Thursday, June 6, 2013

Bad Week for Civil Liberties: Obama Administration Collecting Verizon Users' Call Data

Civil libertarian and Guardian journalist Glenn Greenwald published a bombshell this morning. Since April 2013, the US government has been collecting information from Verizon regarding all of its customers calls that were made within, from or to the United States.

The FISA Court approved the government's request and ordered Verizon to turn over the data. Although FISA Court orders are confidential, an anonymous person gave a copy of the Verizon order to Greenwald. 

While the government does not have access to the content of the calls, the court order allows it to demand the phone numbers involved in the calls, the time and duration of the calls, the locations of the callers, and other technical information. Furthermore, the order applies to any calls placed in the US, even if they are strictly local and to international calls made to or from the US. The order also governs any calls, regardless of whether the government has a reasonable basis for believing that either of the callers has committed or is conspiring to commit a crime. For reasons stated below, this order violates the Constitution.

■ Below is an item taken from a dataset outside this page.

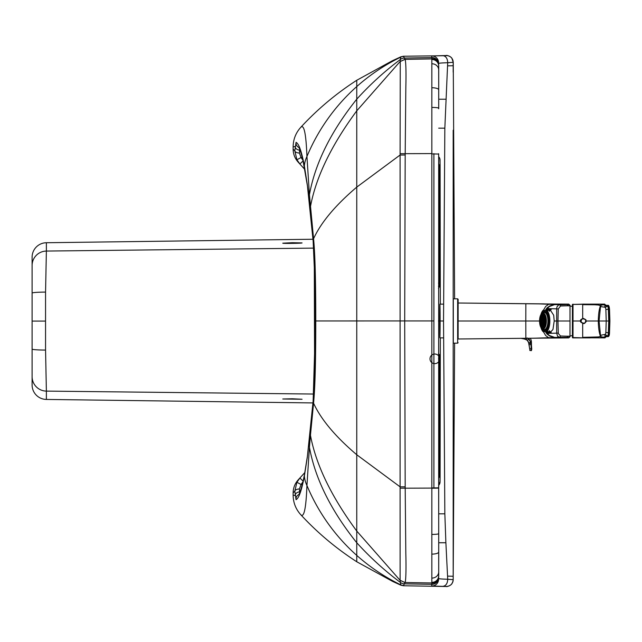 <?xml version="1.0" encoding="UTF-8"?>
<svg xmlns="http://www.w3.org/2000/svg" width="642" height="642" viewBox="0 0 642 642"><rect width="100%" height="100%" fill="white"/><g stroke="black" fill="none" stroke-linecap="round" stroke-linejoin="round"><path stroke-width="0.96" d="M433.896 153.663L433.896 488.185M443.526 337.877L439.89 337.877L439.746 329.089C439.634 310.447 439.914 293.322 440.091 312.919L439.89 304.131L443.526 304.131M439.746 329.089C439.794 348.678 440.243 331.553 440.091 312.919M453.18 130.214L453.18 579.742L454.616 343.173M454.616 298.827L453.252 62.378L451.856 58.205C450.604 56.215 446.19 54.979 446.318 55.493C450.467 55.854 452.754 58.101 453.18 62.25L453.18 62.282A6.749 6.749 0 0 0 446.31 55.533L446.31 55.501C450.467 55.854 452.754 58.101 453.18 62.25L453.18 72.161L453.252 62.378M438.494 353.485L439.457 354.777L439.634 358.822A4.823 4.823 180 0 0 438.494 355.716M439.634 358.573A4.823 4.823 180 0 0 438.494 355.467M438.655 478.402L439.634 475.553L439.634 358.822A4.823 4.823 0 0 0 432.403 354.649A4.823 4.823 0 0 0 432.403 362.995A4.823 4.823 0 0 0 439.634 358.822L438.502 358.822M438.647 473.676A4.823 4.671 180 0 0 439.634 470.843L438.647 470.819M439.634 286.324L438.494 288.507M439.634 286.308L439.634 283.411A4.823 4.823 180 0 1 438.494 286.517M440.107 477.126L440.332 337.877L440.067 481.62L438.663 485.32A4.823 4.815 165.1 0 0 440.043 481.949L440.107 477.126L438.655 477.126M440.107 164.89L440.332 304.131L440.043 160.067A4.823 4.815 -165 0 0 438.663 156.704L439.874 158.807L440.107 164.89L438.655 164.89M439.634 283.411L439.634 166.447L438.655 163.59M299.718 492.631L299.589 491.876A4.823 3.651 175.3 0 0 295.063 495.52L293.129 495.142C293.225 502.662 295.793 509.21 300.833 514.788C317.501 532.796 336.143 548.453 356.759 561.758L392.623 581.411L400.76 584.998M303.024 481.644L301.066 484.501L299.405 488.955L299.589 491.876M299.678 494.292A4.823 4.807 68.7 0 0 296.05 499.669C298.867 498.361 301.644 490.464 304.372 475.963A28.922 27.333 11.7 0 0 306.94 485.472C306.082 508.127 304.051 517.901 300.833 514.788M299.06 494.484L298.482 494.813C299.244 494.509 300.657 490.552 302.711 482.953L304.436 474.831A4.823 4.526 10.7 0 0 304.372 475.963L307.366 456.943A4.823 4.293 7.9 0 1 307.398 456.285L304.436 474.831A4.823 4.526 10.7 0 1 304.765 473.82M311.49 420.109A4.823 3.852 5.3 0 0 311.418 420.558A4.823 3.852 5.3 0 0 311.41 421.008L313.16 401.587C314.781 381.677 314.765 348.253 314.821 320.952L314.821 320.952C314.773 293.723 314.781 260.082 313.16 240.325L307.366 185L304.372 166.005C301.644 151.528 298.875 143.648 296.05 142.347L294.822 150.886L293.129 149.08C293.201 154.208 294.975 158.662 298.45 162.434L304.878 169.504M307.542 455.651A4.823 4.293 7.9 0 0 307.398 456.285L313.127 401.017A4.823 3.354 4.2 0 1 313.24 400.456A4.823 3.354 4.2 0 0 313.127 401.017A4.823 3.354 4.2 0 0 313.16 401.587A28.922 18.923 3.5 0 0 313.561 403.2L310.455 435.244C315.912 464.736 331.352 496.675 356.759 531.054L356.759 454.753C335.397 436.6 320.992 419.411 313.561 403.2C315.511 383.266 315.76 348.935 315.768 320.952C315.76 293.041 315.503 258.574 313.561 238.712L309.428 194.735L306.94 156.496C306.073 133.825 304.043 124.075 300.833 127.244C317.501 109.228 336.143 93.572 356.759 80.274L392.126 60.854L400.744 57.042M296.917 159.762L301.066 157.523L299.405 153.061A4.823 2.183 -178 0 1 294.822 150.886L296.917 159.762L299.902 163.975L303.136 160.845M299.718 149.369L299.405 153.061M438.647 168.308A4.823 4.671 180 0 1 439.634 171.133L438.647 171.165M299.694 147.724A4.823 4.807 -69 0 1 299.084 147.54L299.084 147.54A4.823 4.807 -69 0 1 296.05 142.347M313.24 241.456A4.823 3.354 -4.2 0 1 313.127 240.894A4.823 3.354 -4.2 0 1 313.16 240.325A28.922 18.939 -3.5 0 1 313.561 238.712C320.992 222.485 335.397 205.288 356.759 187.119L356.759 110.841C331.352 145.236 315.912 177.184 310.455 206.684A28.922 23.874 -5.9 0 0 310.255 208.722L309.059 197.905A28.922 24.878 -6.8 0 1 309.428 194.735C315.102 163.381 330.879 131.522 356.759 99.165L356.759 80.274M311.41 220.912A4.823 3.852 -5.3 0 0 311.418 221.362A4.823 3.852 -5.3 0 0 311.49 221.811A4.823 3.852 -5.3 0 1 311.418 221.362A4.823 3.852 -5.3 0 1 311.41 220.912L310.255 208.722M296.05 499.669L294.822 491.138L296.917 482.262L301.066 484.501L302.35 484.429M299.405 488.955A4.823 2.191 178 0 0 294.822 491.138L293.129 492.952L293.129 495.142M309.059 444.031L311.41 421.008L309.059 444.031A28.922 24.878 6.8 0 0 309.428 447.201L306.94 485.472A192.833 192.825 0 0 0 356.759 555.402L356.759 561.758M303.128 481.163L299.902 478.049L296.917 482.262M304.862 472.528L298.434 479.614L304.862 472.528M299.589 150.14A4.823 3.651 -175.3 0 1 295.063 146.504L293.129 146.89C293.225 139.37 295.793 132.822 300.833 127.244M453.18 320.992L453.18 520.806L453.18 320.992M438.478 320.984A3499.879 0.73 180 0 0 443.534 320.992L444.842 513.817L445.885 542.747L447.554 576.123L453.18 576.251L453.18 579.702A6.749 6.749 0 0 1 446.31 586.451L446.31 586.491C450.467 586.138 452.754 583.891 453.18 579.742C452.754 583.891 450.467 586.138 446.31 586.491C446.238 587.029 450.668 585.745 451.888 583.747L453.075 581.106M293.129 492.952C293.201 487.824 294.975 483.37 298.45 479.598L298.45 479.598M446.31 55.533L431.705 55.934L431.761 57.547A6.749 6.749 -4.1 0 1 438.606 63.807A6.749 6.749 -4.1 0 1 438.606 63.815A6.749 6.749 -4.1 0 0 431.761 57.547L431.825 58.823A3855.547 4.598 90.4 0 1 431.833 58.904L431.833 582.968A3855.338 4.606 -90.4 0 1 431.825 583.048L431.761 584.316L404.428 583.843A6.749 6.749 -150.8 0 1 400.271 582.334C384.638 570.642 370.137 557.441 356.759 542.747C330.879 510.398 315.102 478.547 309.428 447.201L310.455 435.244A28.922 23.866 5.9 0 1 310.255 433.206M304.878 169.512L298.45 162.434M293.129 146.89L293.129 149.08M443.534 320.992L444.842 128.159L447.554 65.853A2095.006 1956.447 91 0 1 447.731 62.731L453.18 62.282M447.554 576.123A2095.006 1956.447 -90.9 0 0 447.731 579.244L453.18 579.702M400.728 584.822A6.749 6.749 -165.4 0 0 403.561 585.496L404.974 582.559L400.11 580.36L400.728 584.822A192.833 192.825 0 0 1 356.759 555.402L356.759 531.054L400.11 580.36L400.094 486.837L356.759 454.753L356.759 187.119L400.094 155.019L400.271 59.562C384.63 71.262 370.129 84.463 356.759 99.165L356.759 110.841L400.11 61.52L404.974 59.321L404.428 58.061A6.749 6.749 150.2 0 0 400.271 59.562L400.728 57.146A6.749 6.749 164.4 0 1 403.561 56.464L404.42 58.045A6.749 6.749 149.5 0 0 400.263 59.586M431.801 153.59L405.19 153.671L405.182 155.003L400.094 155.019L400.094 486.837L405.182 486.845L405.19 488.185L400.094 488.169M431.705 55.934L431.705 55.934A6.749 6.749 15.3 0 1 438.55 63.261L438.55 63.277M436.52 57.836L437.025 58.39L436.52 57.836M442.795 55.629C445.869 56.055 447.522 58.422 447.731 62.731C440.966 62.924 437.884 63.221 438.502 63.638L438.526 61.929L438.606 63.807A6.749 6.749 -4.1 0 1 438.606 63.815L438.606 63.831A6.749 6.749 -4.2 0 1 438.614 63.935M438.695 128.159L444.842 128.159M445.893 99.229L438.735 99.229M438.695 513.817L444.842 513.817M445.893 542.747L438.735 542.747M438.502 578.33C437.884 578.747 440.958 579.052 447.731 579.244C447.522 583.554 445.869 585.929 442.795 586.355L431.705 586.034L431.761 584.356A6.749 6.749 4 0 0 438.606 578.081A6.749 6.749 4 0 0 438.606 578.065L438.534 579.983L438.502 578.314M438.727 89.206L438.727 80.643M438.727 552.65L438.727 561.22M438.719 108.763L438.695 65.773A6.749 6.749 -1.9 0 0 438.695 65.428L438.695 65.428A6.749 6.749 -1.9 0 0 431.833 58.904L404.99 59.377L400.102 61.6M431.801 487.944L438.663 487.824L438.663 153.719M431.841 582.366A6.749 6.733 0.6 0 0 438.711 575.593L438.695 576.107A6.749 6.749 1.8 0 1 431.833 582.968L404.99 582.503L400.102 580.28M438.711 575.593L438.663 153.783M431.849 534.425A6.749 0.778 -0 0 0 438.719 533.638L438.663 488.064L405.19 488.185L405.824 553.556C406.442 577.824 405.254 583.361 404.99 582.503L404.974 582.559M313.585 248.117L46.376 251.062L45.558 292.094A14.461 0.987 180 0 0 32.1 293.073L32.1 376.653L32.1 321.08L45.55 321.08L45.558 350.075A14.461 0.987 180 0 1 32.1 349.087M312.999 239.241L46.376 242.732A14.469 14.461 -90 0 0 32.1 257.201L32.1 293.073M312.983 402.927L46.376 399.436A14.469 14.461 90 0 1 32.1 384.967L32.1 376.653A14.461 14.453 0 0 0 46.376 391.106L45.558 350.075M313.569 394.044L46.376 391.106L46.376 399.436M292.423 398.77L282.777 398.995L302.061 399.252L292.423 398.77M292.423 242.692L302.061 242.917C302.526 243.366 282.311 243.631 282.777 243.174L292.423 242.692M458.131 321L525.798 321L525.846 338.278L458.131 338.984L550.122 338.053L559.76 337.467M529.939 338.238L530.669 338.23A134.258 7.752 179.4 0 1 531.873 338.222A127.517 6.717 179.4 0 1 532.483 338.214A106.203 5.208 179.4 0 1 533.085 338.206L535.46 338.19M557.649 337.427L534.971 338.182M458.131 338.984L458.131 299.308L458.131 303.016L525.846 303.69L525.798 321L539.561 321M569.984 336.745L568.732 337.885L568.732 337.427M525.846 338.31L543.991 338.029M572.407 306.362L570 306.065L570 313.842L569.984 305.809A5055.83 5035.198 -90 0 1 569.992 320.88A5055.83 5035.198 -90 0 1 569.992 320.992L569.984 336.191A5055.83 5035.198 90 0 0 569.992 321.12A5055.83 5035.198 90 0 0 569.992 321.008A5055.83 5035.198 90 0 0 569.992 321A5055.83 5035.198 -90 0 1 569.992 321L557.954 321L558.299 333.479L560.506 335.999L569.984 336.296M558.083 304.645L539.537 303.891L458.131 303.016M529.939 303.762L530.669 303.77A134.258 7.752 -179.4 0 0 531.873 303.778A127.517 6.717 -179.4 0 0 532.483 303.786A106.203 5.208 -179.4 0 0 533.085 303.794L557.272 304.075L560.859 304.276L559.286 304.549M560.851 337.58L554.632 337.395L567.167 337.347L568.732 337.869L550.178 337.869M560.851 337.748L558.869 337.098M568.78 304.115L543.991 303.979M569.984 305.712L560.506 306.001L559.88 304.725L554.632 304.605L549.464 306.483L546.976 308.633L556.662 308.834L556.959 306.868L558.62 304.918L568.716 304.541L568.732 304.115L568.732 304.573M568.74 337.764L569.992 336.392L568.716 337.459M569.992 336.496L568.732 337.66M545.275 331.609L547.088 334.137L549.897 336.135L554.632 337.395L549.464 335.517L546.976 333.367L556.662 333.166L557.681 336.408L559.88 337.275L560.506 335.999M554.632 337.395L553.516 337.098M568.74 304.236L569.992 305.608L568.716 304.541M569.992 305.504L568.732 304.34M569.992 313.769L569.976 305.151M549.464 335.517L552.425 336.97M545.74 331.609L549.544 335.75M546.045 332.099L546.31 332.54M560.506 306.001L558.267 309.003L556.662 308.834L556.662 333.166L558.267 332.997M548.132 309.428L549.592 308.946L553.693 315.222L554.207 321L552.955 329.523L549.592 333.054L548.132 332.572M558.267 309.003L557.954 321L554.207 321M554.632 304.605L553.516 304.902M546.045 309.901L546.31 309.46M545.74 310.391L549.544 306.25M549.464 306.483L552.425 305.03M609.394 332.596L608.752 332.733L608.183 336.071L607.292 336.601L608.383 336.023L609.394 332.596L609.892 321L608.728 321L608.359 332.733L609.13 321L608.752 309.267L608.311 306.194L607.653 305.456L606.409 305.407L607.926 306.266L608.359 309.267L609.507 309.34L609.756 321M604.684 337.844L604.9 336.914L607.284 336.601L606.409 336.593L607.501 336.304L608.118 335.1L608.359 332.733L605.863 332.492L605.534 334.322L601.145 335.172L600.013 336.456L598.593 336.938L582.687 337.331L582.687 323.407M582.687 304.123L604.684 304.196L604.724 304.958L608.279 305.72L609.394 309.404M596.362 337.162L599.612 337.804L606.409 336.593L605.245 336.392L604.652 334.811M605.863 336.713L604.684 337.877L589.813 337.82L605.157 337.788L605.863 336.673M573.017 304.164L573.017 337.836M572.407 337.146L572.407 304.42L582.687 304.164L582.687 304.669L594.612 304.765L598.44 304.147M596.37 304.838L599.612 304.196L606.409 305.407L604.796 306.202L604.652 307.189L600.567 306.603L599.813 305.432L598.248 305.006L594.612 304.765M598.44 337.853L594.612 337.235M589.525 337.331L589.813 337.82L582.687 337.877L582.687 337.331M602.589 337.05L601.193 336.793L600.519 335.477L599.082 321L606.217 321L605.863 309.508L608.359 309.267L608.728 321L606.217 321L605.863 332.492M602.509 304.533L601.161 304.757L600.374 306.025C599.106 309.284 598.408 314.275 598.288 321C598.416 327.717 599.106 332.708 600.374 335.975L600.735 336.809L602.509 337.467M602.589 304.95L601.233 305.183L600.519 306.531L599.082 321L586.09 321L585.777 319.796M572.407 304.42L572.407 304.854M605.863 309.508L605.534 307.678L604.652 307.189M583.426 318.4L585.913 319.756L586.178 321.618L584.573 323.383L583.426 323.6L580.93 322.252L580.609 320.671L581.114 319.491L583.426 318.4C580.488 319.307 579.654 320.599 580.914 322.26L583.426 323.6M529.008 344.65L528.719 343.173L531.022 343.647L531.279 350.508L529.987 350.516L528.663 342.659L527.194 340.228L524.394 338.952M527.138 337.917L529.024 339.377L530.95 342.94A10.224 7.447 17.1 0 1 530.974 343.101A9.911 7.447 6.3 0 1 530.998 343.301L531.183 343.157A9.157 6.444 -7.9 0 0 531.335 341.183A9.157 6.444 -7.9 0 0 531.183 340.477A9.823 6.444 -4.6 0 0 531.151 340.292A9.951 6.532 -13.4 0 0 531.127 340.156L531.407 341.889A9.157 6.476 177.2 0 1 531.207 343.478L531.464 350.315M527.588 340.589L526.576 339.811L527.194 340.228L529.144 339.177L531.127 342.788A10.015 7.351 15 0 1 531.151 342.948A9.831 7.399 5.4 0 1 531.183 343.157L530.998 343.301M525.75 339.393A1.926 0.674 -68.2 0 0 525.806 339.433L521.705 338.358M528.053 338.294L529.144 339.177M530.236 338.27L531.046 339.811L530.252 338.27M528.719 343.173L528.085 341.271M531.151 342.948L528.623 342.595A9.157 6.404 167.7 0 1 528.583 342.338M531.52 350.404L531.407 341.889A9.157 6.476 177.2 0 0 531.359 341.448M531.271 343.245L531.72 348.678M531.239 344.842L528.936 344.569A9.157 6.476 177.2 0 1 528.831 344.064A9.157 6.476 177.2 0 1 528.799 343.687M529.971 350.267L528.936 344.602M529.811 350.355L531.311 350.644M531.769 349.16L531.335 350.644L529.802 350.444M458.131 342.692L457.65 343.173L453.308 343.173L453.308 298.827L457.65 298.827L457.65 343.173L457.65 298.827L458.131 299.308M542.225 328.897A9.686 4.093 -90 0 0 544.601 330.694A9.686 4.093 -90 0 0 548.188 316.354A9.686 4.093 -90 0 0 544.601 311.314A9.686 4.093 -90 0 0 542.225 313.103M543.638 310.391A10.85 4.582 -90 0 0 540.917 314.548L541.029 314.179A11.572 4.887 90 0 1 543.02 310.391L546.928 310.391A11.572 4.887 90 0 1 549.865 321A11.572 4.887 90 0 1 546.928 331.609L543.02 331.609A11.572 4.887 90 0 1 541.029 327.821A11.572 4.887 90 0 1 540.957 327.605M541.029 327.821L540.909 327.452A10.85 4.582 -90 0 0 543.638 331.609M545.556 331.609A10.85 4.582 -90 0 0 549.183 321A10.85 4.582 -90 0 0 545.556 310.391M549.351 330.694A11.572 4.887 -90 0 0 551.197 332.404M551.197 309.596A11.572 4.887 -90 0 0 549.351 311.314M546.928 310.391L549.873 310.391A11.572 4.887 -90 0 0 547.915 309.428A11.572 4.887 -90 0 0 545.965 310.391M545.965 331.609A11.572 4.887 -90 0 0 547.915 332.572A11.572 4.887 -90 0 0 549.873 331.609L546.928 331.609M542.971 329.194A8.844 3.74 -90 0 0 543.87 329.763L543.87 329.932A9.012 3.812 -90 0 0 544.376 330.012A9.012 3.812 -90 0 0 544.889 329.932L544.801 329.667A8.747 3.7 -90 0 0 546.519 327.982L546.687 328.166A9.012 3.812 -90 0 0 547.409 326.465L547.241 326.272A8.747 3.7 -90 0 0 547.955 322.204L548.156 322.204A9.012 3.812 -90 0 0 548.156 319.796L547.955 319.796A8.747 3.7 -90 0 0 547.241 315.728L547.409 315.535A9.012 3.812 -90 0 0 546.687 313.834L546.519 314.018A8.747 3.7 -90 0 0 544.801 312.333L544.889 312.068A9.012 3.812 -90 0 0 544.376 311.988A9.012 3.812 -90 0 0 543.87 312.068L543.782 312.333A8.747 3.7 -90 0 0 543.012 312.79M546.342 329.763L544.801 329.667M543.092 329.097A8.579 3.627 -90 0 0 543.726 329.474A8.579 3.627 -90 0 0 547.257 325.943A8.579 3.627 -90 0 0 547.474 316.883A8.579 3.627 -90 0 0 543.726 312.526A8.579 3.627 -90 0 0 543.092 312.903M544.889 329.763A8.844 3.74 -90 0 0 546.639 328.046L546.519 327.982M546.639 328.046L547.409 328.046M546.342 312.237L544.801 312.333M546.182 312.068L544.889 312.068M547.409 313.954L546.519 314.018M547.353 313.834L546.687 313.834M548.011 315.655L547.241 315.728M547.979 315.535L547.409 315.535M548.011 326.345L547.241 326.272M547.979 326.465L547.409 326.465M547.353 328.166L546.687 328.166M542.971 312.806A8.844 3.74 -90 0 1 543.87 312.237L543.782 312.333M545.981 317.116A8.097 3.427 90 0 1 545.78 325.663A8.097 3.427 90 0 1 542.45 329.001A8.097 3.427 90 0 1 539.978 317.116A8.097 3.427 90 0 1 542.45 312.999A8.097 3.427 90 0 1 545.981 317.116M545.796 324.643A7.592 3.21 90 0 1 542.98 328.592A7.592 3.21 90 0 1 539.77 321A7.592 3.21 90 0 1 542.98 313.408A7.592 3.21 90 0 1 545.796 324.643M543.068 328.592A7.592 3.21 90 0 1 542.53 328.487A7.592 3.21 90 0 1 539.858 321A7.592 3.21 90 0 1 542.53 313.513A7.592 3.21 90 0 1 543.068 313.408M542.683 328.535A7.712 3.258 90 0 1 540.115 321A7.712 3.258 90 0 1 542.683 313.465M541.037 324.98A597.212 297.551 -7.1 0 1 540.716 324.948L540.62 324.868M541.31 326.369A597.212 351.575 -29.6 0 1 541.182 326.377L541.134 326.449A7.712 3.258 90 0 1 541.134 326.449L541.415 325.823M541.952 326.585A597.212 408.922 -15.4 0 1 541.246 326.529L541.134 326.465M541.952 327.621A597.212 437.033 -43.2 0 1 541.848 327.629L541.816 327.685A7.712 3.258 90 0 1 541.808 327.677L542.041 326.674M542.073 326.706L541.808 327.677M542.659 327.773A597.212 494.38 -27.7 0 1 541.928 327.733L541.816 327.685M542.723 328.423A597.212 490.753 -63.2 0 1 542.634 328.423L542.594 328.447A7.712 3.258 90 0 1 542.594 328.447L542.755 327.107L542.586 328.439M543.429 327.235L543.429 328.519A597.212 548.099 -49.6 0 1 542.715 328.479L542.602 328.455M543.429 314.765L543.429 313.481A597.212 548.099 49.6 0 0 542.715 313.521L542.602 313.545A7.712 3.258 90 0 1 542.602 313.545L542.747 314.901L542.586 313.561M542.723 313.585A597.212 490.753 63.2 0 0 542.634 313.577L542.779 314.893L542.602 313.545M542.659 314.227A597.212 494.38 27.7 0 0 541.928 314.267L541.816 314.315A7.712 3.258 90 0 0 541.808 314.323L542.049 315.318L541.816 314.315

This news follows a Supreme Court ruling, made earlier this week, that also curtails civil liberties. On Monday, the Supreme Court held that the collection of DNA from a person arrested for committing a serious crime does not violate the Constitution. The Court "reasoned" that the collection of DNA is not physically intrusive, because it only involves swabbing the inside of an arrestee's cheek. The Court held that the need to "identify" persons in police custody provides a sufficient justification to collect DNA upon arrest.

The opinion sharply divided the Court. Justice Scalia wrote a powerful dissent. Justice Kennedy, predictably, wrote the majority opinion, which the sometimes-liberal Justice Breyer joined. Some "liberal" constitutionalists, such as Akhil Amar and Neil Katyal, have attempted to justify the Court's decision as a reasonable interpretation of the Fourth Amendment. Others, such as Barry Friedman, contend that the opinion is misguided. I agree with Friedman.

The news regarding the surveillance of Verizon calls helps to explain why the DNA ruling is utterly bankrupt. The Court defended its ruling on the grounds that collecting DNA is not physically intrusive; it only involves a quick swab of the cheek.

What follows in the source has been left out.